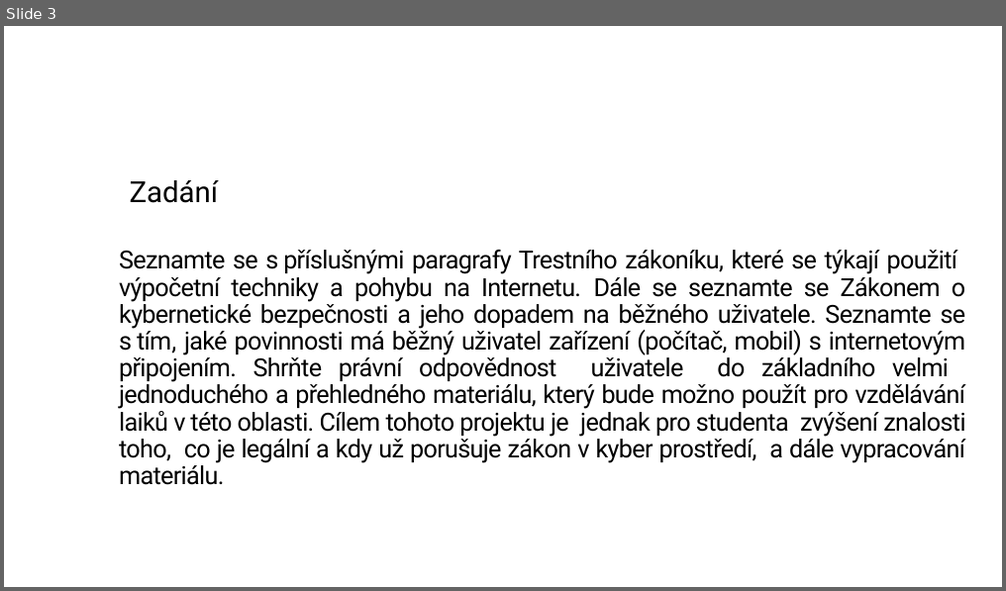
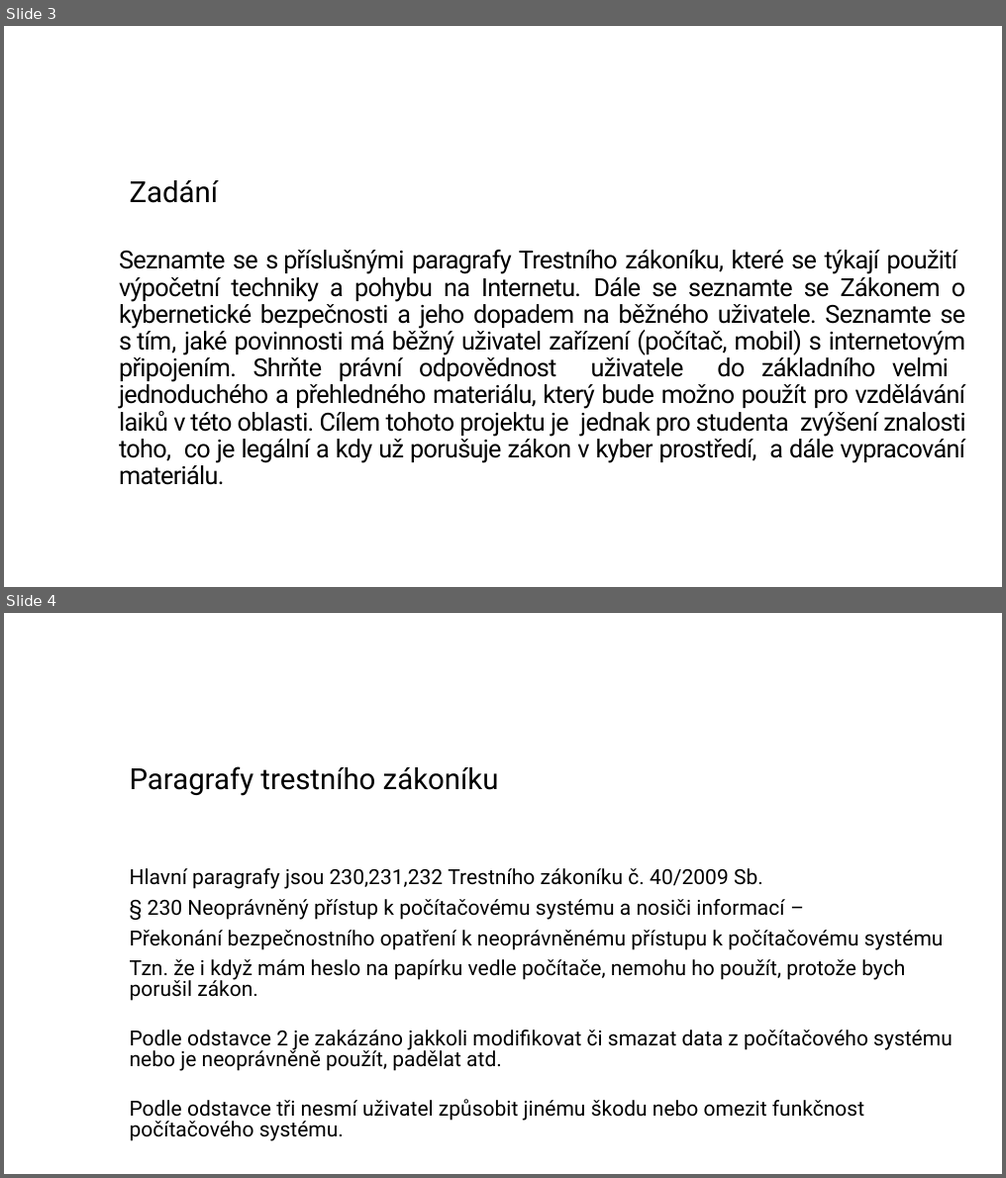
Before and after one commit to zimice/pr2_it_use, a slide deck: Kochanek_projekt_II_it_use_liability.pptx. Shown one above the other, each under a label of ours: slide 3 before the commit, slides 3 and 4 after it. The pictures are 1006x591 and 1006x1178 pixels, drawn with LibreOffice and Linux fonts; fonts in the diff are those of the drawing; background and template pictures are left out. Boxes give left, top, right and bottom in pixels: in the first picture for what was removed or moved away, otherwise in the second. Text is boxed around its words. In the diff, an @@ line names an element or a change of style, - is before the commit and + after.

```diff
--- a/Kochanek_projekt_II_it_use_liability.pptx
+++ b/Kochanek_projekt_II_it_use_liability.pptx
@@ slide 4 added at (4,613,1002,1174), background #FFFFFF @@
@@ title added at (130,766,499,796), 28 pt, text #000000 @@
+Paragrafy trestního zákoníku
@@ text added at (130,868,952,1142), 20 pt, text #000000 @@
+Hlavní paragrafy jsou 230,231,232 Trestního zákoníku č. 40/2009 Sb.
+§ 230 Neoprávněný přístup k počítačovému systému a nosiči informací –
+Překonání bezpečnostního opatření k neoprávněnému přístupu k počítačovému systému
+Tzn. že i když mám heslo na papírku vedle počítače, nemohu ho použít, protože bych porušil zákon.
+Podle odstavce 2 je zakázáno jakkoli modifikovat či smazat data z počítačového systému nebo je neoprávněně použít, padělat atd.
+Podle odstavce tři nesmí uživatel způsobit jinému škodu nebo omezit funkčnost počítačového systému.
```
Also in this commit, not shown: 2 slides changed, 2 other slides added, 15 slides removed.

• _EXERCISE BRIEF_
Your task is to repeat the data above exactly while excluding the pictures.

• _RESPONSE_
Before and after one commit to zimice/pr2_it_use, a slide deck: Kochanek_projekt_II_it_use_liability.pptx. Shown one above the other, each under a label of ours: slide 3 before the commit, slides 3 and 4 after it. The pictures are 1006x591 and 1006x1178 pixels, drawn with LibreOffice and Linux fonts; fonts in the diff are those of the drawing; background and template pictures are left out. Boxes give left, top, right and bottom in pixels: in the first picture for what was removed or moved away, otherwise in the second. Text is boxed around its words. In the diff, an @@ line names an element or a change of style, - is before the commit and + after.

```diff
--- a/Kochanek_projekt_II_it_use_liability.pptx
+++ b/Kochanek_projekt_II_it_use_liability.pptx
@@ slide 4 added at (4,613,1002,1174), background #FFFFFF @@
@@ title added at (130,766,499,796), 28 pt, text #000000 @@
+Paragrafy trestního zákoníku
@@ text added at (130,868,952,1142), 20 pt, text #000000 @@
+Hlavní paragrafy jsou 230,231,232 Trestního zákoníku č. 40/2009 Sb.
+§ 230 Neoprávněný přístup k počítačovému systému a nosiči informací –
+Překonání bezpečnostního opatření k neoprávněnému přístupu k počítačovému systému
+Tzn. že i když mám heslo na papírku vedle počítače, nemohu ho použít, protože bych porušil zákon.
+Podle odstavce 2 je zakázáno jakkoli modifikovat či smazat data z počítačového systému nebo je neoprávněně použít, padělat atd.
+Podle odstavce tři nesmí uživatel způsobit jinému škodu nebo omezit funkčnost počítačového systému.
```
Also in this commit, not shown: 2 slides changed, 2 other slides added, 15 slides removed.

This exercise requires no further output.